I hope I'm wrong. I hope when Ed had all his teeth ripped out, and had that new freakin' glow in the dark grill put in place, he also somehow regained the ability to play the guitar like a guitar god, and not like Benny Hill.
I hope that Alex expects his wife to have unnatural relations with Dave. You know it's going to happen. It always does. Perhaps that anger will make him play like he did in 1984, and not like he did during the Hagar/neckbrace days. We don't want Christopher Reeves playing drums.
I hope that Wolfgang Van Halen realizes that this is every 15 year old rock and roll kid's freakin' dream come true. Seriously. Imagine when you were 15, playing onstage with Roth and Van Halen. I think it's a joke that he is...but man...if the kid is any fan of Rock and Roll, EVEN HE knows that Roth is a legend. Oh yeah, rumor has it his Dad was pretty good as well. I also hope that he doesn't demand Roth out of the band when Roth screws Wolfie's 18 year old, senior in high school, virgin girlfriend.
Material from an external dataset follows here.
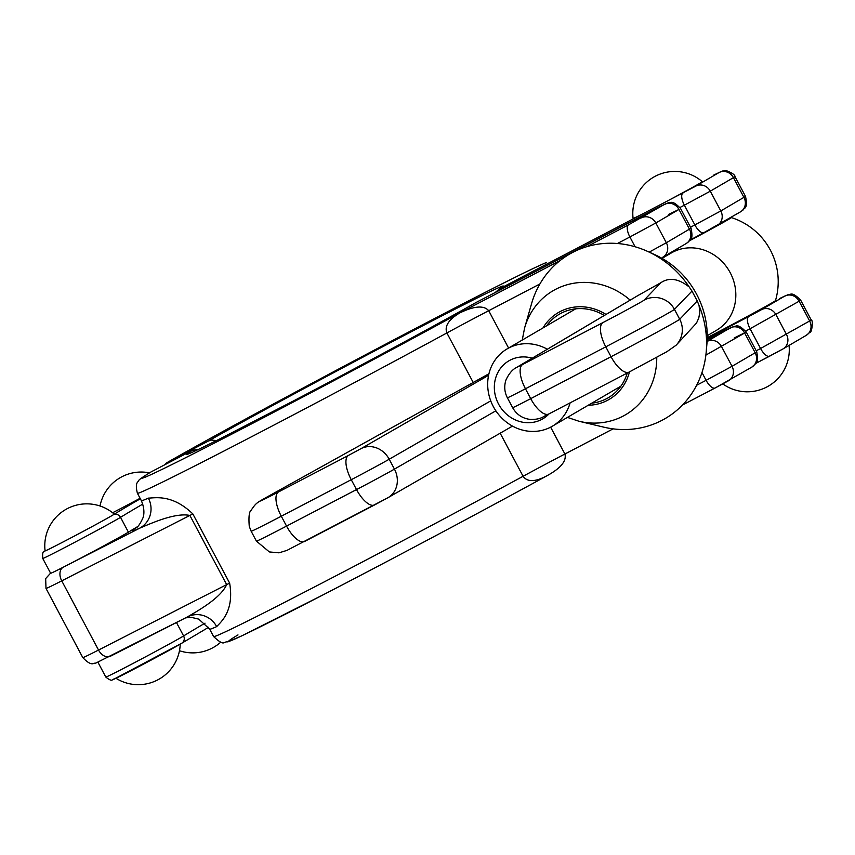 <?xml version="1.0" encoding="UTF-8"?>
<svg xmlns="http://www.w3.org/2000/svg" width="855" height="855" viewBox="0 0 855 855"><rect width="100%" height="100%" fill="white"/><g stroke="black" fill="none" stroke-linecap="round" stroke-linejoin="round"><path stroke-width="1.28" d="M164.075 465.131L167.174 462.544A229.525 4.008 152 0 1 378.765 347.782A229.525 4.008 152 0 1 545.073 263.116L546.345 262.453M682.974 193.048A11.201 4.467 62.4 0 0 684.374 205.189L710.291 191.178A11.201 10.271 -120.3 0 0 695.938 186.048L499.801 288.669L495.227 292.496M499.801 288.669A179.144 3.131 -28 0 0 402.256 336.464A179.144 3.131 -28 0 0 208.385 441.03L211.324 440.058L216.486 440.571M208.385 441.03L167.174 462.544M137.719 526.53A492.651 8.593 -28 0 0 128.41 532.163A44.791 0.78 152 0 1 85.265 555.739A44.791 0.78 152 0 1 50.637 573.278L42.75 558.454A44.791 0.78 -28 0 0 77.388 540.916A44.791 0.78 -28 0 0 120.534 517.328A5.6 5.397 -121.6 0 0 113.117 514.902A39.191 0.684 152 0 1 74.77 535.861A39.191 0.684 152 0 1 45.08 550.855M500.175 433.196L523.089 476.278C527.236 482.113 535.027 482.028 546.452 476.043L547.424 475.53M546.944 475.786L546.452 476.043C560.624 468.39 566.78 461.048 564.909 454.016L550.631 427.158M508.575 348.049L488.707 310.696C483.887 305.16 474.236 305.919 459.734 312.951C448.64 319.556 444.354 326.225 446.876 332.958L473.21 382.474M187.929 616.669A22.39 21.706 -114.1 0 1 188.421 616.444A22.39 21.706 -114.1 0 1 216.668 626.608C220.9 621.991 234.42 611.101 229.632 583.121L192.845 513.93C172.112 493.912 155.012 498.016 148.343 498.112A240.725 4.2 152 0 1 141.353 500.667L137.409 493.25A240.725 4.2 -28 0 0 446.876 332.958A55.981 0.973 -28 0 1 488.707 310.696L539.911 283.967M136.971 527.246A263.116 4.596 -28 0 0 139.739 528.155A22.39 21.706 65.9 0 0 148.343 498.112M50.573 573.171L45.668 578.579L45.999 588.422A55.981 0.973 -28 0 0 61.742 580.855L189.874 515.426L226.661 584.617L98.528 650.046L61.742 580.855A11.201 7.706 -117.1 0 1 63.227 567.228L139.739 528.155C152.895 522.555 175.521 512.551 189.874 515.426L192.845 513.93M229.632 583.121L226.661 584.617C220.825 597.741 199.354 610.021 187.042 617.118L188.421 616.444M560.1 260.551L459.734 312.951A229.525 4.008 152 0 1 224.448 437.92A229.525 4.008 152 0 1 151.271 471.81L150.769 472.088C142.443 477.176 138.425 480.04 138.713 480.681C139.098 481.707 134.353 481.451 137.409 493.25M151.271 471.81L192.493 450.296A179.144 3.131 -28 0 0 278.399 408.808A179.144 3.131 -28 0 0 476.192 302.435L664.602 204.324A11.201 10.271 59.7 0 1 678.966 209.454L668.471 214.445M198.659 449.324L192.493 450.296M549.092 413.831A33.591 30.801 59.7 0 1 541.632 419.474A33.591 30.801 59.7 0 1 494.735 392.605A33.591 30.801 59.7 0 1 532.216 358.181M547.328 349.225A44.791 41.061 -120.3 0 0 507.133 348.893A44.791 41.061 -120.3 0 0 493.784 407.429A44.791 41.061 -120.3 0 0 550.748 427.105A44.791 41.061 -120.3 0 0 552.319 426.228A44.791 41.061 -120.3 0 0 570.125 402.855M662.059 258.37L671.196 253.027A44.791 41.061 59.7 0 1 729.251 270.982A44.791 41.061 59.7 0 1 716.383 330.361L707.245 335.705M702.596 233.319L690.284 239.956M729.347 218.356A47.976 0.834 152 0 1 731.314 217.565A47.976 0.834 152 0 1 727.968 219.746A47.976 0.834 152 0 1 689.771 240.618M707.245 337.629A47.976 0.834 -28 0 0 772.118 302.766A47.976 0.834 -28 0 0 775.474 300.618A67.182 67.182 0 0 0 731.292 217.565M114.249 514.09A39.17 0.684 152 0 1 79.996 533.082A39.17 0.684 152 0 1 45.08 550.877A41.991 41.991 0 0 1 114.249 514.09M140.092 498.283A39.17 0.684 152 0 1 112.604 512.744M702.265 181.677A39.17 0.684 152 0 1 668.012 200.668A39.17 0.684 152 0 1 633.095 218.453A41.991 41.991 0 0 1 702.265 181.677M604.303 315.463A48.404 44.385 -120.3 0 0 546.591 325.841M591.778 403.175A48.404 44.385 -120.3 0 0 627.26 373.037M630.167 300.137A71.831 65.867 59.7 0 0 524.596 327.978L531.586 303.6A95.108 87.21 59.7 0 1 647.524 251.359L654.887 254.694A84.314 77.313 59.7 0 1 706.925 343.753L706.219 351.811A95.108 87.21 59.7 0 1 603.79 427.158L579.113 421.291A71.831 65.867 -120.3 0 0 656.747 357.326M699.08 305.556L697.253 300.971L679.714 319.246A22.39 22.358 43.8 0 1 676.113 345.228L696.526 323.04L698.77 318.028L699.785 312.535L699.08 305.556A95.108 87.21 59.7 0 1 706.219 351.811M628.97 372.139L548.942 413.906A22.39 8.924 62.4 0 1 548.792 413.991C542.647 416.503 541.985 419.42 530.677 419.474C522.64 418.608 516.623 414.664 512.626 407.653A33.591 0.588 152 0 0 530.709 398.654L525.462 388.769L605.778 346.831L611.036 356.717L530.709 398.654A22.39 8.924 62.4 0 0 548.792 413.991L629.12 372.064A22.39 8.924 62.4 0 1 611.036 356.717A55.981 0.973 152 0 0 679.714 319.246L674.456 309.36L691.994 291.085L697.253 300.971M691.994 291.085L689.216 286.991C678.56 278.57 669.112 277.148 660.851 282.716L644.189 300.073A22.39 22.358 43.8 0 1 674.456 309.36A55.981 0.973 -28 0 1 605.778 346.831A22.39 8.924 62.4 0 1 602.989 322.559L522.662 364.487A22.39 8.924 62.4 0 0 525.462 388.769A33.591 0.588 -28 0 1 507.368 397.767L512.626 407.653M637.606 295.723L660.851 282.716M647.524 251.359A95.108 87.21 59.7 0 1 689.216 286.991M713.914 174.976L719.076 172.518A11.201 10.271 59.7 0 1 733.44 177.648L735.001 176.643C735.043 174.933 732.297 172.999 726.761 170.818L722.368 171.032L713.914 174.976A11.201 4.467 62.4 0 0 713.84 175.019M775.987 314.736A11.201 10.271 -120.3 0 0 761.634 309.596L748.67 316.607A11.201 4.467 62.4 0 0 750.07 328.748L799.136 301.206L809.642 320.978L760.576 348.509A11.201 4.467 62.4 0 0 769.618 356.182A11.201 4.467 62.4 0 0 769.692 356.14L782.656 349.139A11.201 10.271 -120.3 0 0 783.041 348.915A11.201 10.271 -120.3 0 0 786.504 334.497L775.987 314.736M745.656 331.045L750.07 328.748L760.576 348.509L756.215 350.785M779.685 298.491A11.201 4.467 62.4 0 0 779.61 298.534L784.772 296.076L761.634 309.596M748.67 316.607L707.235 338.238M784.772 296.076A11.201 10.271 59.7 0 1 799.136 301.206L800.697 300.201L811.213 319.962L809.642 320.978A11.201 10.271 59.7 0 1 806.19 335.395L783.041 348.915L756.205 363.183L769.543 356.225M679.96 207.487L684.374 205.189L694.88 224.961A11.201 4.467 62.4 0 0 703.922 232.624A11.201 4.467 62.4 0 0 703.996 232.592L716.96 225.581A11.201 10.271 -120.3 0 0 717.345 225.367A11.201 10.271 -120.3 0 0 720.808 210.95L690.519 227.238M720.808 210.95L710.291 191.178L733.44 177.648L743.946 197.42A11.201 10.271 59.7 0 1 740.494 211.837L743.38 209.764C743.957 207.519 748.232 209.422 745.517 196.415L720.808 210.95M740.494 211.837L703.847 232.667M719.076 172.518L695.938 186.048M800.697 300.201C791.367 290.636 790.565 295.285 788.395 294.515L779.61 298.534A11.201 4.467 62.4 0 0 779.536 298.566M140.338 498.764A498.241 8.7 -28 0 0 113.117 514.902M128.41 532.163L120.534 517.328A492.651 8.593 152 0 1 142.817 504.065M205.029 623.167A492.651 8.593 -28 0 0 183.601 635.949A5.6 5.397 58.4 0 1 181.752 643.227L208.577 627.314M176.461 622.526L183.601 635.949A44.791 0.78 152 0 1 140.455 659.526A44.791 0.78 152 0 1 105.817 677.064C112.807 682.739 112.304 678.827 113.159 679.565L181.752 643.227M114.538 678.571A39.191 0.684 -28 0 0 139.151 666.43A39.191 0.684 -28 0 0 181.442 643.398M546.003 476.288C481.525 511.568 390.553 559.972 324.184 594.3L241.901 635.799L227.847 641.881C223.016 641.207 225.036 647.139 213.622 636.58A240.725 4.2 152 0 0 523.089 476.278A55.981 0.973 152 0 1 564.909 454.016L613.11 428.857M725.211 330.297A11.201 4.467 62.4 0 0 725.136 330.329A11.201 4.467 62.4 0 0 725.061 330.372L730.298 327.871A11.201 10.271 59.7 0 1 744.662 333.012L746.223 331.997L756.739 351.768L755.168 352.773A11.201 10.271 59.7 0 1 751.716 367.19L715.143 387.988A11.201 4.467 62.4 0 0 715.218 387.946L728.182 380.935A11.201 10.271 -120.3 0 0 728.567 380.721A11.201 10.271 -120.3 0 0 732.03 366.303L706.102 380.315A11.201 4.467 62.4 0 0 715.143 387.988L682.429 405.056L715.069 388.02M701.966 372.534L706.102 380.315L696.633 385.263M237.989 634.902A229.525 4.008 -28 0 0 310.739 601.236A229.525 4.008 -28 0 0 545.565 476.524M213.622 636.58L209.678 629.162A240.725 4.2 -28 0 0 216.668 626.608M187.705 616.776L95.675 663.17C93.526 662.529 92.116 667.285 82.796 657.613A55.981 0.973 152 0 0 98.528 650.046A11.201 7.706 -117.1 0 0 110.359 656.277A11.201 7.706 -117.1 0 0 110.519 656.191L187.042 617.118M689.472 229.226A11.201 10.271 59.7 0 1 686.02 243.643L688.906 241.559C689.483 239.325 693.758 241.228 691.043 228.21L666.334 242.745L655.817 222.973L678.966 209.454L689.472 229.226M691.043 228.21L680.527 208.438C671.72 199.13 670.641 203.437 668.503 202.699L659.44 206.771A11.201 4.467 62.4 0 0 659.365 206.814M686.02 243.643L662.486 257.387A11.201 10.271 -120.3 0 0 662.871 257.163A11.201 10.271 -120.3 0 0 666.334 242.745L649.202 252.118M664.602 204.324L628.5 224.854A11.201 4.467 62.4 0 0 629.9 236.985L655.817 222.973A11.201 10.271 -120.3 0 0 641.464 217.843M725.061 330.372L707.181 339.702L733.921 326.321C736.091 327.091 736.892 322.431 746.223 331.997L734.167 338.003M705.867 355.114L744.662 333.012L755.168 352.773L732.03 366.303L721.513 346.532A11.201 10.271 -120.3 0 0 707.16 341.401L707.096 341.434M730.298 327.871L707.16 341.401M617.417 243.504L629.9 236.985L635.094 246.764M628.5 224.854L586.509 246.774M543 327.935A50.306 46.127 59.7 0 1 606.024 314.448M629.462 371.882A50.306 46.127 59.7 0 1 588.197 405.27M676.113 345.228L666.911 351.694L629.12 372.064A22.39 8.924 62.4 0 0 629.269 371.978M644.189 300.073A33.591 0.588 152 0 1 602.989 322.559M522.662 364.487L517.232 367.094A22.39 20.948 -120.7 0 0 516.356 367.586M517.232 367.094L639.519 294.622M374.447 504.995L304.786 541.365A22.39 8.924 -117.6 0 1 304.637 541.45A22.39 8.924 -117.6 0 1 286.553 526.103A55.981 0.973 152 0 1 256.415 541.119L251.156 531.233A55.981 0.973 -28 0 0 281.295 516.217L351.255 479.698A33.591 0.588 -28 0 0 389.196 459.231A22.39 19.804 -119.9 0 0 361.109 448.597L348.466 455.416A22.39 8.924 62.4 0 0 351.255 479.698L356.514 489.584L286.553 526.103L281.295 516.217A22.39 8.924 62.4 0 1 278.506 491.946A33.591 0.588 152 0 1 268.406 496.242A22.39 16.224 -119.1 0 0 268.043 496.445C256.233 503.071 256.222 502.793 251.103 510.296C249.147 511.675 248.538 517.04 249.265 526.37L251.156 531.233M495.857 410.817L394.444 469.117A22.39 19.804 -119.9 0 1 388.02 497.674A22.39 19.804 -119.9 0 1 387.39 498.016L374.747 504.845A22.39 8.924 -117.6 0 1 374.597 504.92A22.39 8.924 -117.6 0 1 356.514 489.584A33.591 0.588 152 0 0 394.444 469.117L389.196 459.231L490.727 400.856M488.579 375.313L361.109 448.597M348.466 455.416L278.506 491.946M268.406 496.242L488.932 373.753L268.043 496.445M545.522 262.859C517.275 275.16 435.687 317.579 344.875 365.726C272.082 404.404 201.171 443.04 166.843 462.726M735.001 176.643L745.517 196.415M811.213 319.962C813.533 320.101 811.63 333.268 810.187 332.071L806.19 335.395M500.677 288.103L498.925 289.182M45.903 550.246C44.396 552.362 42.055 549.476 42.75 558.454M97.994 662.347L105.817 677.064M141.353 500.667C146.248 512.156 142.529 518.793 142.828 518.162C140.359 523.506 138.157 526.744 136.212 527.877L136.244 527.856M209.678 629.162L198.766 619.127L191.52 617.395L185.674 617.823M756.739 351.768C758.022 359.378 757.851 363.172 756.215 363.161L751.716 367.19M82.796 657.613L45.999 588.422M476.117 302.467L659.44 206.771M476.075 302.488C438.391 323.831 359.047 366.613 293.329 401.006L220.269 438.668C192.29 452.712 188.795 453.77 189.233 453.556L189.254 453.545M552.319 426.228L620.869 386.171M507.133 348.893L575.682 308.837M114.292 540.136L114.72 540.937M115.991 678.293A41.991 41.991 0 0 0 180.223 644.136M149.497 472.858A41.991 41.991 0 0 0 100.024 505.989M179.475 650.73A41.991 41.991 0 0 0 220.729 642.191M757.263 311.07L757.658 311.808M722.806 383.916A41.991 41.991 0 0 0 789.058 345.409M637.659 295.691L516.335 367.597C512.359 369.563 508.896 373.71 505.936 380.058C503.98 386.193 504.461 392.092 507.368 397.767M512.498 426.111L388.042 497.663L286.927 550.406L278.965 552.832L269.368 551.935L256.415 541.119M524.596 327.978L522.245 340.066M567.431 417.4L579.113 421.291"/></g></svg>

I hope that Roth walks out onstage, in May, in North Carolina...stares out at the crowd...looks over at Edward Van Halen, and says, "Hey Ed, LOOK AT ALL THE FUCKING PEOPLE HERE TONIGHT!" Laughs...then says, "Damn man, it seems just like fucking yesterday..." As Ed peels into DOA...
Wolfie or Michael...1984 or 2007...Young or Old...if that doesn't give you the fucking chills...
Then get out your copy of fucking Balance and Bette Midler. Hit shuffle on your fucking pink CD player...and enjoy your BUBBLE bath...FAG.